Keep every word of the listing and drop the images when you write it out.

(DATA EXCERPTS)

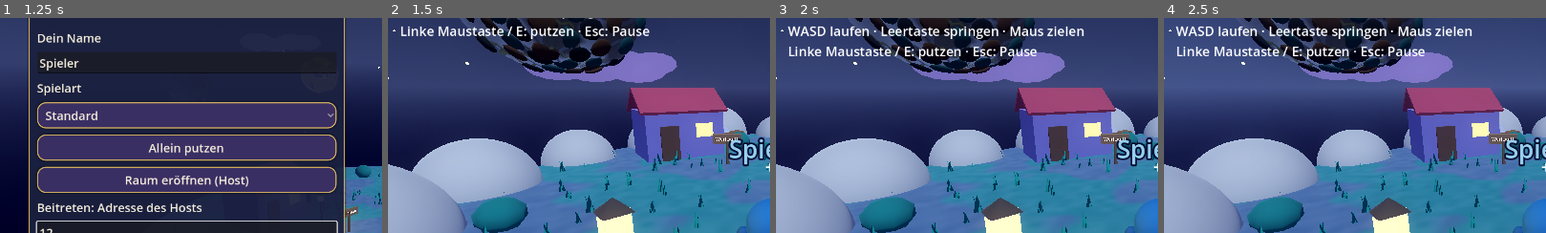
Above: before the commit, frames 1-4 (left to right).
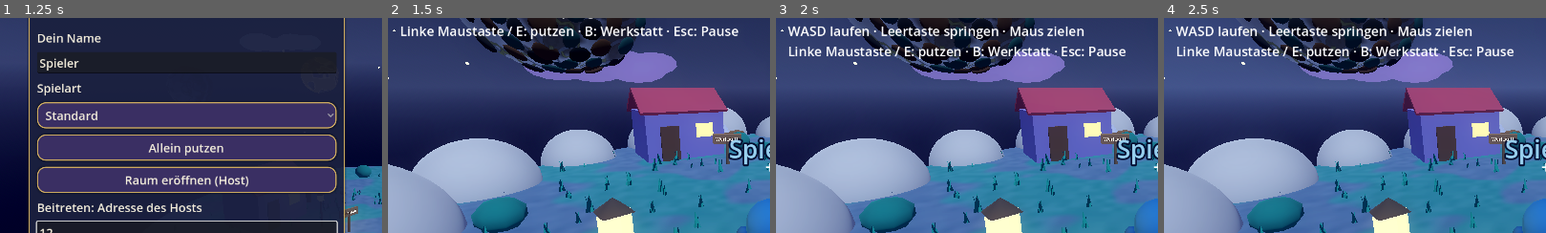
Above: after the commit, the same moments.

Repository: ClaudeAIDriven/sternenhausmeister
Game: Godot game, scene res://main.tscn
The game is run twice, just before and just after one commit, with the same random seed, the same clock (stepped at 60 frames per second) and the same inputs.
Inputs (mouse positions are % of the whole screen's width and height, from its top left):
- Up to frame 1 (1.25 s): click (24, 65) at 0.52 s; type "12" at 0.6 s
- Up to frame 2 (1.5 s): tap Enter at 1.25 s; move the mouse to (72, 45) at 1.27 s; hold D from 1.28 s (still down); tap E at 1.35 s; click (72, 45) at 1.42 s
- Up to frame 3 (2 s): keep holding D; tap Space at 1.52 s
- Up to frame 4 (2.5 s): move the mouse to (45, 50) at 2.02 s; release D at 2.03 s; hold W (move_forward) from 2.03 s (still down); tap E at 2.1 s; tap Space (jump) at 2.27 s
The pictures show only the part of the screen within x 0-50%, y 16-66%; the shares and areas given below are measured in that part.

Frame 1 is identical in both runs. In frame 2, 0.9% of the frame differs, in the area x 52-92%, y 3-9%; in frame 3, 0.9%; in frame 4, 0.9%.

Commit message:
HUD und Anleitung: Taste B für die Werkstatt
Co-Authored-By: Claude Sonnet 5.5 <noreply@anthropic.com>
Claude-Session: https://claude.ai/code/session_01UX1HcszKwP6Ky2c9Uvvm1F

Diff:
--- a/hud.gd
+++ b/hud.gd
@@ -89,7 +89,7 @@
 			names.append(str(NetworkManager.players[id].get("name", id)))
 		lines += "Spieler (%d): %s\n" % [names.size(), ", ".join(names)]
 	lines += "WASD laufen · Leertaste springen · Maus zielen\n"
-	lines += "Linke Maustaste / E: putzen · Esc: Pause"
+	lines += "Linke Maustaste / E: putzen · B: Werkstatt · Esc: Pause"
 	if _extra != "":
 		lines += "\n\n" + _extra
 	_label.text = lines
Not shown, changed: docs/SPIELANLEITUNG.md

(End DATA EXCERPTS)

[OUTPUT OF THE TASK]
Above: before the commit, frames 1-4 (left to right).
Above: after the commit, the same moments.

Repository: ClaudeAIDriven/sternenhausmeister
Game: Godot game, scene res://main.tscn
The game is run twice, just before and just after one commit, with the same random seed, the same clock (stepped at 60 frames per second) and the same inputs.
Inputs (mouse positions are % of the whole screen's width and height, from its top left):
- Up to frame 1 (1.25 s): click (24, 65) at 0.52 s; type "12" at 0.6 s
- Up to frame 2 (1.5 s): tap Enter at 1.25 s; move the mouse to (72, 45) at 1.27 s; hold D from 1.28 s (still down); tap E at 1.35 s; click (72, 45) at 1.42 s
- Up to frame 3 (2 s): keep holding D; tap Space at 1.52 s
- Up to frame 4 (2.5 s): move the mouse to (45, 50) at 2.02 s; release D at 2.03 s; hold W (move_forward) from 2.03 s (still down); tap E at 2.1 s; tap Space (jump) at 2.27 s
The pictures show only the part of the screen within x 0-50%, y 16-66%; the shares and areas given below are measured in that part.

Frame 1 is identical in both runs. In frame 2, 0.9% of the frame differs, in the area x 52-92%, y 3-9%; in frame 3, 0.9%; in frame 4, 0.9%.

Commit message:
HUD und Anleitung: Taste B für die Werkstatt
Co-Authored-By: Claude Sonnet 5.5 <noreply@anthropic.com>
Claude-Session: https://claude.ai/code/session_01UX1HcszKwP6Ky2c9Uvvm1F

Diff:
--- a/hud.gd
+++ b/hud.gd
@@ -89,7 +89,7 @@
 			names.append(str(NetworkManager.players[id].get("name", id)))
 		lines += "Spieler (%d): %s\n" % [names.size(), ", ".join(names)]
 	lines += "WASD laufen · Leertaste springen · Maus zielen\n"
-	lines += "Linke Maustaste / E: putzen · Esc: Pause"
+	lines += "Linke Maustaste / E: putzen · B: Werkstatt · Esc: Pause"
 	if _extra != "":
 		lines += "\n\n" + _extra
 	_label.text = lines
Not shown, changed: docs/SPIELANLEITUNG.md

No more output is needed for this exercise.